Think of the weight stack as your "safety net." By adding more weight to the machine, you are actually removing the load from your shoulders. This mental and physical reassurance allows you to focus on your form and range of motion without the fear of getting "stuck" at the bottom. As you gain confidence and Own the movement, you'll find you rely on that assistance less and less.
Phase: TRACK & ADJUST
Key Takeaway: Use the heaviest weight setting first to get the feel of the machine—there is no shame in the assist; it’s the tool that builds the foundation
In this deep-dive by Fitness Lab, they explain the mechanics of the "90-Degree Rule." I want you to pay close attention from the 0:47 mark until about 1:00—they do a great job in this section explaining exactly how to set your shoulder position. By keeping the shoulder "packed" and stable, you avoid the common "shrug" that causes impingement.
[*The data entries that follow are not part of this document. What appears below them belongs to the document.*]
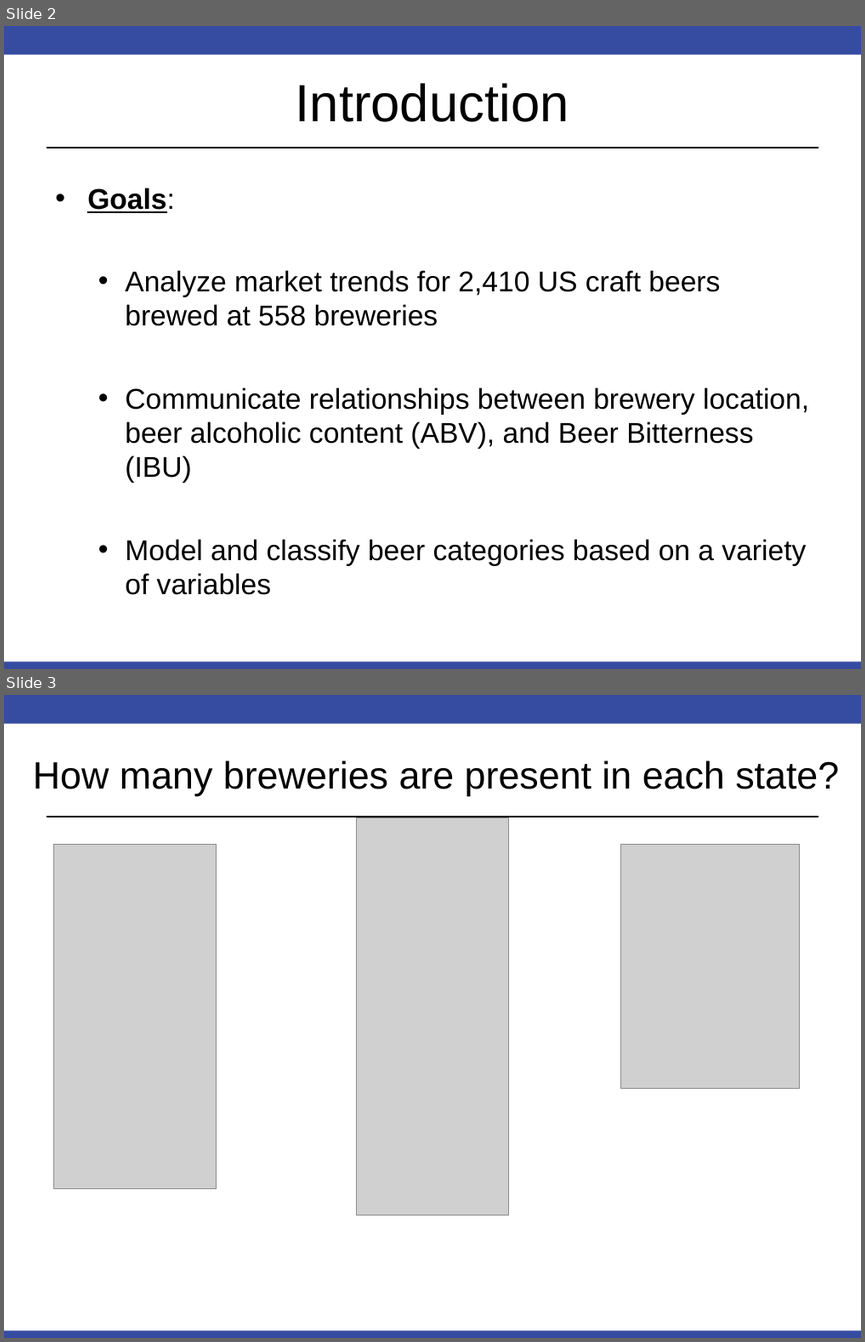
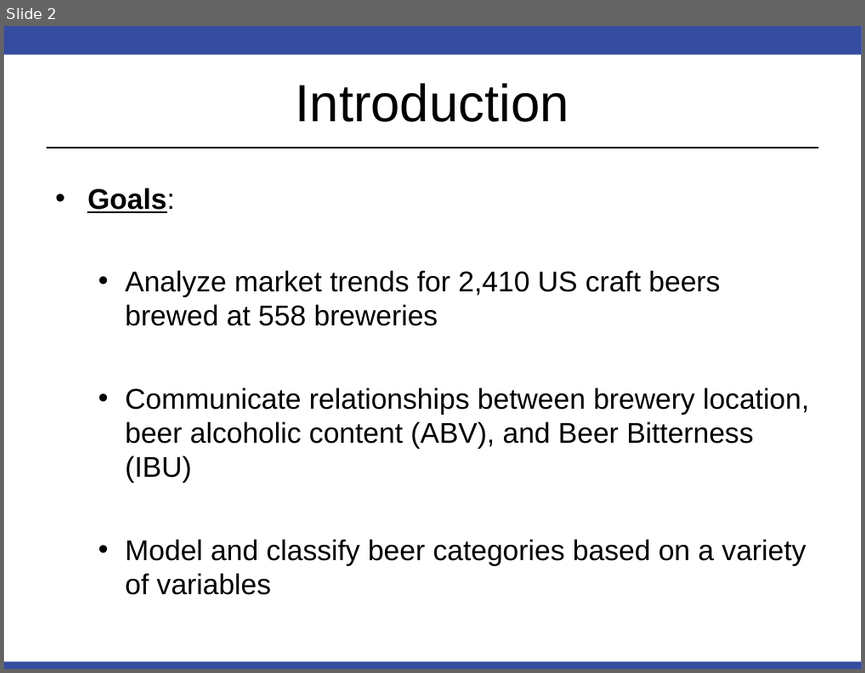
Before and after one commit to olmosjorge28/MDS_6306_CASE_STUDY_1, a slide deck: Project_1_Presentation.pptx. Shown one above the other, each under a label of ours: slides 2 and 3 before the commit, slide 2 after it. The pictures are 865x1342 and 865x673 pixels, drawn with LibreOffice and Linux fonts; fonts in the diff are those of the drawing; grey boxes stand for pictures. Boxes give left, top, right and bottom in pixels: in the first picture for what was removed or moved away, otherwise in the second. Text is boxed around its words. In the diff, an @@ line names an element or a change of style, - is before the commit and + after.

```diff
--- a/Project_1_Presentation.pptx
+++ b/Project_1_Presentation.pptx
@@ slide 3 removed at (4,695,861,1338), background #FFFFFF; not listed: 3 template elements that a slide beside it also shows @@
@@ title removed at (33,760,839,796) @@
-How many breweries are present in each state?
@@ picture removed at (356,818,509,1215) @@
@@ picture removed at (53,844,216,1188) @@
@@ picture removed at (621,844,799,1088) @@
```
Also in this commit, not shown: 4 slides added, 2 other slides removed.

By staying within a comfortable, controlled range of motion, you allow your chest and triceps to do the heavy lifting while your joints stay protected. It’s better to Track a shorter, pain-free movement than to force a depth that causes a setback.
Phase: TRACK & ADJUST
Key Takeaway: Strength is built through consistency, not strain. Watch the 0:47 mark to see how to set your shoulders before you start your first rep. .
If your gym doesn't have a dedicated weight-stack assisted dip machine—or if you're training in a simpler setup—you can still get the same longevity benefits.
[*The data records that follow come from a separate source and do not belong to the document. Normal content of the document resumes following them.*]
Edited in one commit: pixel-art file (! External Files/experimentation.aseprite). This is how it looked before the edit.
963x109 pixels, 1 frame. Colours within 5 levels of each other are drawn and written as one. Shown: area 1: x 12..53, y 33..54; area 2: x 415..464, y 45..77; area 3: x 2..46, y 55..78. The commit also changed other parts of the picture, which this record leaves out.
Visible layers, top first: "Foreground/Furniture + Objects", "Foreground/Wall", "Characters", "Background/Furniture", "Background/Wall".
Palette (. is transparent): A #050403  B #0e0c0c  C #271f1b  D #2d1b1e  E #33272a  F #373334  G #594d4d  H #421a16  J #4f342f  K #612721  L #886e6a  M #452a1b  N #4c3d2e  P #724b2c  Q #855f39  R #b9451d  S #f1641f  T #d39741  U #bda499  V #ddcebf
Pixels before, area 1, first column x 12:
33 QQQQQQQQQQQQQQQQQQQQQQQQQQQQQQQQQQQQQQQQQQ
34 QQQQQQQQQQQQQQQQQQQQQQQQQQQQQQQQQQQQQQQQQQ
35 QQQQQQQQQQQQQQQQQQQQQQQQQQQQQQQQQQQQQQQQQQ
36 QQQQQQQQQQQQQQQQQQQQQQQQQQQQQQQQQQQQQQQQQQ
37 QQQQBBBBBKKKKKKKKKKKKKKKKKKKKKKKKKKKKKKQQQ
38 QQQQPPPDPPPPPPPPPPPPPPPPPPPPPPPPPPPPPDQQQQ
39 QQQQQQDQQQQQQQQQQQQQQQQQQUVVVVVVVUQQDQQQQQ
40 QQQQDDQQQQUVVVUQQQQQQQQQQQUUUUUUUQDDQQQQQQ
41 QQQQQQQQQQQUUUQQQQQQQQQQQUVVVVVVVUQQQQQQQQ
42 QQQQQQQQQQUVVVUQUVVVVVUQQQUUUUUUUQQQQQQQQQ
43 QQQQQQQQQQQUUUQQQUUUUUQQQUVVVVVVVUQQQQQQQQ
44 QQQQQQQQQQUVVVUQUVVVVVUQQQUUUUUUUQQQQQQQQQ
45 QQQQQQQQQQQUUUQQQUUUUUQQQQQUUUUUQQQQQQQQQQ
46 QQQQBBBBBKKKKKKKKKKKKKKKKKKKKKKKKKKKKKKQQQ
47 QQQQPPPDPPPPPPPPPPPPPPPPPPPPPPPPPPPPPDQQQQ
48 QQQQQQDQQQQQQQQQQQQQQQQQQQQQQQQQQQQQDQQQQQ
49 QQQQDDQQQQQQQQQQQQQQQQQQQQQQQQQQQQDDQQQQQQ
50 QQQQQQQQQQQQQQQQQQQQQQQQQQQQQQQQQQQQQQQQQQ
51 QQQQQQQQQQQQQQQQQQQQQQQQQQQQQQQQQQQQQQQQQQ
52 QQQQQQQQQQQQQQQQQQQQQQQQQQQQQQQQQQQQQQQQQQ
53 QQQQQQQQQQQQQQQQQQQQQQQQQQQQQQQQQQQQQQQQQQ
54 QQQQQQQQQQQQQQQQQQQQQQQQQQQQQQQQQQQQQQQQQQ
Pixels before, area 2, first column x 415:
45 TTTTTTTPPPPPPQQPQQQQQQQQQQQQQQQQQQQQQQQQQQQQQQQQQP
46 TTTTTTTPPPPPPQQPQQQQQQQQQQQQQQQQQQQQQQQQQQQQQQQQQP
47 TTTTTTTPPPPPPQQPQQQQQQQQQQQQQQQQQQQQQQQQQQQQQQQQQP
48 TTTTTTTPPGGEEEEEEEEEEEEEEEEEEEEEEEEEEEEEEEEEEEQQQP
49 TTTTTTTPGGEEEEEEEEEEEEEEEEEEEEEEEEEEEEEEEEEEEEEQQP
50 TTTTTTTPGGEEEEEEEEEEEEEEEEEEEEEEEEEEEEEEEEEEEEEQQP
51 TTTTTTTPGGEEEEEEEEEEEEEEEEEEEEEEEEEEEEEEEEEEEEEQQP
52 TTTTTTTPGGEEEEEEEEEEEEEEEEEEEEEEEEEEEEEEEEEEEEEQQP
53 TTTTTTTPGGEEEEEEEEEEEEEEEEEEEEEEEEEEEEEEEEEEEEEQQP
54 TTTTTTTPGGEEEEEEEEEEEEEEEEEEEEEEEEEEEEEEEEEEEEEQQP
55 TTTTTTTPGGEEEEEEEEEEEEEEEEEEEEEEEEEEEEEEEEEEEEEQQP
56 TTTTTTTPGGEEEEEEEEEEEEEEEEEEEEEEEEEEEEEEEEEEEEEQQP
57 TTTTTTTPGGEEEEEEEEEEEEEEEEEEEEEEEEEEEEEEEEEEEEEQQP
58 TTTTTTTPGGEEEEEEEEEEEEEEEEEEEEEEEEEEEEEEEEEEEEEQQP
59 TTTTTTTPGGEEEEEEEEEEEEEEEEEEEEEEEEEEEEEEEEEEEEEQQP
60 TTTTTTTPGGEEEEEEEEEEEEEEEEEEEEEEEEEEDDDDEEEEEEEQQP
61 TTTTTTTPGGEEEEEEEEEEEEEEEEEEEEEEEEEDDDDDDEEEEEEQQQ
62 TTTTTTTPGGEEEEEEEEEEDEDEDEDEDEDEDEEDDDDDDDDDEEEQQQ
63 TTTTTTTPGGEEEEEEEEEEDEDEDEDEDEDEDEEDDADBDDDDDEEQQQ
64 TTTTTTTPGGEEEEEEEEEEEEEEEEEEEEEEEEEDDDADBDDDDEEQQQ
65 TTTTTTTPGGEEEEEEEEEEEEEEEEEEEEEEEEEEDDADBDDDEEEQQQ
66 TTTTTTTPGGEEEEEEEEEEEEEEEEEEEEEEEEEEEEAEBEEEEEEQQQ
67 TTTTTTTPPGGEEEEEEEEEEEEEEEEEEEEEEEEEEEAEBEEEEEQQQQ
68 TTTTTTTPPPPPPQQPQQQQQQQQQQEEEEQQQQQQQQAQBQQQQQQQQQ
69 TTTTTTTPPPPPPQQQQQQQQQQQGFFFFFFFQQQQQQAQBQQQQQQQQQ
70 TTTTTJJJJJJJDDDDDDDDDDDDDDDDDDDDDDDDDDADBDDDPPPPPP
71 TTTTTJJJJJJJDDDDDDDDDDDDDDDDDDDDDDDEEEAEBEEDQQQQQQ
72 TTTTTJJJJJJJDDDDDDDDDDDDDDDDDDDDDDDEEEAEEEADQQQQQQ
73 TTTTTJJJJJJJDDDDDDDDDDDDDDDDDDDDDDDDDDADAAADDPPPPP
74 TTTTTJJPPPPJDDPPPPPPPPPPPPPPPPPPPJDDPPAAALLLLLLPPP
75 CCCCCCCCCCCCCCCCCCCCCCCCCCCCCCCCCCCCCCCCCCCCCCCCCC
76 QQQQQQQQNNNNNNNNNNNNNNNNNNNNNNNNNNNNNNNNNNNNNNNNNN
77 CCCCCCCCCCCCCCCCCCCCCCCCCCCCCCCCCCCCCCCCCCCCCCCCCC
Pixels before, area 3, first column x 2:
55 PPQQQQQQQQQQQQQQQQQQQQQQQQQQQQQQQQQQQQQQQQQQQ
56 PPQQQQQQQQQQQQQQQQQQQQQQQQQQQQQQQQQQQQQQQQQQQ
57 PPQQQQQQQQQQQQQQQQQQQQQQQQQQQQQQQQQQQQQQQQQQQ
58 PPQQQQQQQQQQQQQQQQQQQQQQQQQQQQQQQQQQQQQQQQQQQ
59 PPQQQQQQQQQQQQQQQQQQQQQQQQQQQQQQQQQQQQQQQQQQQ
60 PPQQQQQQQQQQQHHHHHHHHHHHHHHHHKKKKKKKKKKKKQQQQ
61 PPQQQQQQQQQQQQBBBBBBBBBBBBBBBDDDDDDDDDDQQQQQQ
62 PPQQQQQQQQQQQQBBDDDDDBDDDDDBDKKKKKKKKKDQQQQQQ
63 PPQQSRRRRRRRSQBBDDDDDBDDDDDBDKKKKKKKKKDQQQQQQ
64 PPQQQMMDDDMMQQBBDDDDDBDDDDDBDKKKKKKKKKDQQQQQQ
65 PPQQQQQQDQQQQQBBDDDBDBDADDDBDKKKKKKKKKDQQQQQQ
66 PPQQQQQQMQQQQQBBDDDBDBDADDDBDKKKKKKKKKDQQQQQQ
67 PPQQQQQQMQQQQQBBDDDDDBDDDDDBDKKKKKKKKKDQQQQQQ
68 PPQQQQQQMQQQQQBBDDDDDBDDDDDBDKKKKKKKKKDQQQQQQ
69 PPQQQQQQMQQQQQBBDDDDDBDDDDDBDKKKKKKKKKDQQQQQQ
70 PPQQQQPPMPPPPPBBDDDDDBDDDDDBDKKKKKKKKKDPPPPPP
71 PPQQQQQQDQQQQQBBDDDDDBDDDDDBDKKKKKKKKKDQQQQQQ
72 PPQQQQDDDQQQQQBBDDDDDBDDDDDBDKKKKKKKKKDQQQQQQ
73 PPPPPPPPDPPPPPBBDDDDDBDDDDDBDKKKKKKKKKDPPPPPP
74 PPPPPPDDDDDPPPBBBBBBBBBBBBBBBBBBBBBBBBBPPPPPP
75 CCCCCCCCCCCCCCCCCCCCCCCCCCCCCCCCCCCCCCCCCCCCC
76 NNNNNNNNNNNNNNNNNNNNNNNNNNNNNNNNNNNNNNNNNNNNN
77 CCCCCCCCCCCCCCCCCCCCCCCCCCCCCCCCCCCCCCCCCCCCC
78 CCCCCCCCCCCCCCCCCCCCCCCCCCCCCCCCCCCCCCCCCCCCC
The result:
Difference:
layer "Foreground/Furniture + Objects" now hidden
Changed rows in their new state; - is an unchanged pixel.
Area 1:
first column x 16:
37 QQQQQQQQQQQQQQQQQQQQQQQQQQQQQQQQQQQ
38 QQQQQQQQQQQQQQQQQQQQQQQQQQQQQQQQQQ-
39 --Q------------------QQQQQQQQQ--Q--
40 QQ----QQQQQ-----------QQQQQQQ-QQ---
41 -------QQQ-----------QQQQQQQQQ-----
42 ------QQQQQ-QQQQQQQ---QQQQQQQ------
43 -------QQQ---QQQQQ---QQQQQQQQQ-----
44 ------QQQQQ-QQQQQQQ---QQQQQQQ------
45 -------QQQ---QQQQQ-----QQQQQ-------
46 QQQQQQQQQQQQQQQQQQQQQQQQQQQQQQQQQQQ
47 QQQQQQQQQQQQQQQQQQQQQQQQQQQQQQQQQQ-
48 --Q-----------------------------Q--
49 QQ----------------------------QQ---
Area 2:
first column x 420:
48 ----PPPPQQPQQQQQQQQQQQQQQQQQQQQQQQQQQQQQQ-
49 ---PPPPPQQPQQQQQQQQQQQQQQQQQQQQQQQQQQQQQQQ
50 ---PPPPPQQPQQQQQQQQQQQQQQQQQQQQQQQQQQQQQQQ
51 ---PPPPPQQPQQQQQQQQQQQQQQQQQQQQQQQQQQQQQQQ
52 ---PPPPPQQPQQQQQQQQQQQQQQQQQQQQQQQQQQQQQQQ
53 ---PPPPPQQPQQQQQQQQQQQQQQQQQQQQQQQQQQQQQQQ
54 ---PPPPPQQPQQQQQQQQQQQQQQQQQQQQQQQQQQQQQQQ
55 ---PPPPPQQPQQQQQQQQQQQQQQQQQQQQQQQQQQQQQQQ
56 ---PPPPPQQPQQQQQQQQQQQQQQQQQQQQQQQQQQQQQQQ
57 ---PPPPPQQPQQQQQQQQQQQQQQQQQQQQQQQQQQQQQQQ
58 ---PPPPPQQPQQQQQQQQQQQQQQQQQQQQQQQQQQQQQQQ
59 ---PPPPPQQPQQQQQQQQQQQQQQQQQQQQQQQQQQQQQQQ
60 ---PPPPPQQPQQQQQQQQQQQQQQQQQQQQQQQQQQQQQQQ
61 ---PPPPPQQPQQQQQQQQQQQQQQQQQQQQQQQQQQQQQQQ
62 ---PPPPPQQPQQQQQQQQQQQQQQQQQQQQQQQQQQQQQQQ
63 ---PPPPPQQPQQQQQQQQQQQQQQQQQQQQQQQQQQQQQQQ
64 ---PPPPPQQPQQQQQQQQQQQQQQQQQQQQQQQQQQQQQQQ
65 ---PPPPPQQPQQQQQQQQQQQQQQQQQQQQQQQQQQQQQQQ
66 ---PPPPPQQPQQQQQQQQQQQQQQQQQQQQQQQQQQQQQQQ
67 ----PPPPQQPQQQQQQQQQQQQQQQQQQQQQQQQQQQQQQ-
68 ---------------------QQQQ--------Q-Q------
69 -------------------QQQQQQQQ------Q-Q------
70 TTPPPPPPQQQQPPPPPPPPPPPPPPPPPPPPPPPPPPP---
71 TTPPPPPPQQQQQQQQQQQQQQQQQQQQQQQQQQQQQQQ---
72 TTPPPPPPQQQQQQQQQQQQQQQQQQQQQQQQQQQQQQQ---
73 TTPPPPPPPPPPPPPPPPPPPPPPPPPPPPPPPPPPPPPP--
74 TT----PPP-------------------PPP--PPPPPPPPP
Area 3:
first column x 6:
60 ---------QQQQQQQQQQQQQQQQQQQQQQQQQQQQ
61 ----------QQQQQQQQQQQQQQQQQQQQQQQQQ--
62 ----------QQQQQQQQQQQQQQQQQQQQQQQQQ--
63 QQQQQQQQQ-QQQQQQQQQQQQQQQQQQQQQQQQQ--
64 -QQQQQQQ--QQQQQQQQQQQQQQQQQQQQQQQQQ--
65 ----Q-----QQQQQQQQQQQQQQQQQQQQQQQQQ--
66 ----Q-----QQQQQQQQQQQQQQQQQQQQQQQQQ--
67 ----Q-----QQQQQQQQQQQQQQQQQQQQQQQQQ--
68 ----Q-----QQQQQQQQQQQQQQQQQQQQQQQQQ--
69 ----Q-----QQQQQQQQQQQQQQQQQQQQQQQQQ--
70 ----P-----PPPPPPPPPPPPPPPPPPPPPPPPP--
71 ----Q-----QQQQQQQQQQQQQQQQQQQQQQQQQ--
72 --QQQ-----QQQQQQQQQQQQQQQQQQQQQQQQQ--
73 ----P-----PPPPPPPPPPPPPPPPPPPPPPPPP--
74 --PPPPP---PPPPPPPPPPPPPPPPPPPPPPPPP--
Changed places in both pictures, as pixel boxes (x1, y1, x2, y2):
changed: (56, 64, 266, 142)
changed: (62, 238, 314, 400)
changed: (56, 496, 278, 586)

In this excellent breakdown by Marcus Filly, he demonstrates a "pro" workaround using a simple resistance band. I highly recommend jumping to the 11:58 mark. From there until about 12:50, Marcus shows you exactly how to loop a band across the bars to create your own "sling" or safety net. This allows you to Track your progress by using thinner bands as you get stronger. It’s a perfect way to Adjust the difficulty based on how your shoulders are feeling that day.
Phase: ADJUST & OWN
Key Takeaway: You don't need a fancy machine to build "push power." Watch the 11:58 mark to see Marcus's method for using a simple resistance band to give you the same boost you need to master the dip.
If your gym has a seated dip machine, it can be a fantastic way to isolate the chest and triceps while keeping your body in a fixed, supported position.
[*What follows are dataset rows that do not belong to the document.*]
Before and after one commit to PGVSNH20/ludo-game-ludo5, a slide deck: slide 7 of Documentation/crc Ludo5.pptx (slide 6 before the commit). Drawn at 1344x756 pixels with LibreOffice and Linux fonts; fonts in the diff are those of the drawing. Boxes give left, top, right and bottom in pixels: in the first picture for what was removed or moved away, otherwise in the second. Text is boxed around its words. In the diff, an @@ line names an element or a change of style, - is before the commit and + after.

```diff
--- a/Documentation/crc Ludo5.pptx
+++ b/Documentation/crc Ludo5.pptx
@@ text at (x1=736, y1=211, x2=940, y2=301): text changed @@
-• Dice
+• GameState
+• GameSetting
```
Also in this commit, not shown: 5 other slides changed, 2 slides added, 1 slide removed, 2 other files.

In this straightforward guide by Davis Diley, he demonstrates how to set up this specific machine for maximum benefit. I highly recommend watching from the 1:50 mark until about 2:19. Davis makes a point that is absolutely critical for us seniors: Leave your ego at the door. He explains why using a weight that is too heavy actually forces your shoulders into a bad position
Phase: OWN
Key Takeaway: You have nothing to prove to anyone else in the gym—they aren't looking anyway! Own your progress by choosing a weight that allows for perfect form. Watch the 1:50 mark to see why "ego lifting" is the enemy of a healthy shoulder.
One of my favorites --Dr. Mike Israetel rocks!! Here’s a deep-dive video that’s nearly 20 minutes long.If you don’t have time to watch the whole thing, I want you to focus specifically on the 1:40 to 3:00 mark. This is where Dr. Mike breaks down "Mistake #1": a limited range of motion.
You’ll notice in my own video at the top of this page that I really try to achieve that full range of motion on every rep. By following Dr. Mike’s cues to get deep into the stretch (while staying pain-free), you ensure that your "Push Power" is functional throughout the entire movement.
Phase: ADJUST TO OWN
Key Takeaway: Don't cheat yourself with "half-reps." Watch the 1:40 mark to see why Dr. Mike insists on a deep, controlled stretch to maximize your longevity gains.
Both the Dip and the Bench Press can help us train for longevity; we don’t need an "all or nothing" philosophy.
In this comprehensive video by Jeff Nippard, he breaks down the pros and cons of both movements. I highly recommend skipping to the 8:55 mark. Here Jeff shows why you don't have to choose between weight training and bodyweight-style movements—you can use both to build a more resilient body. This reinforces our core belief here at the Vault: Own your own workout. As a senior, nobody is watching us or judging us, so we need to do exactly what is best for our own health and long-term independence.
Phase: OWN
Key Takeaway: You are the CEO of your own body. Watch the 8:55 mark to see how a hybrid approach gives you the variety and strength you need to stay in the driver's seat of your own life.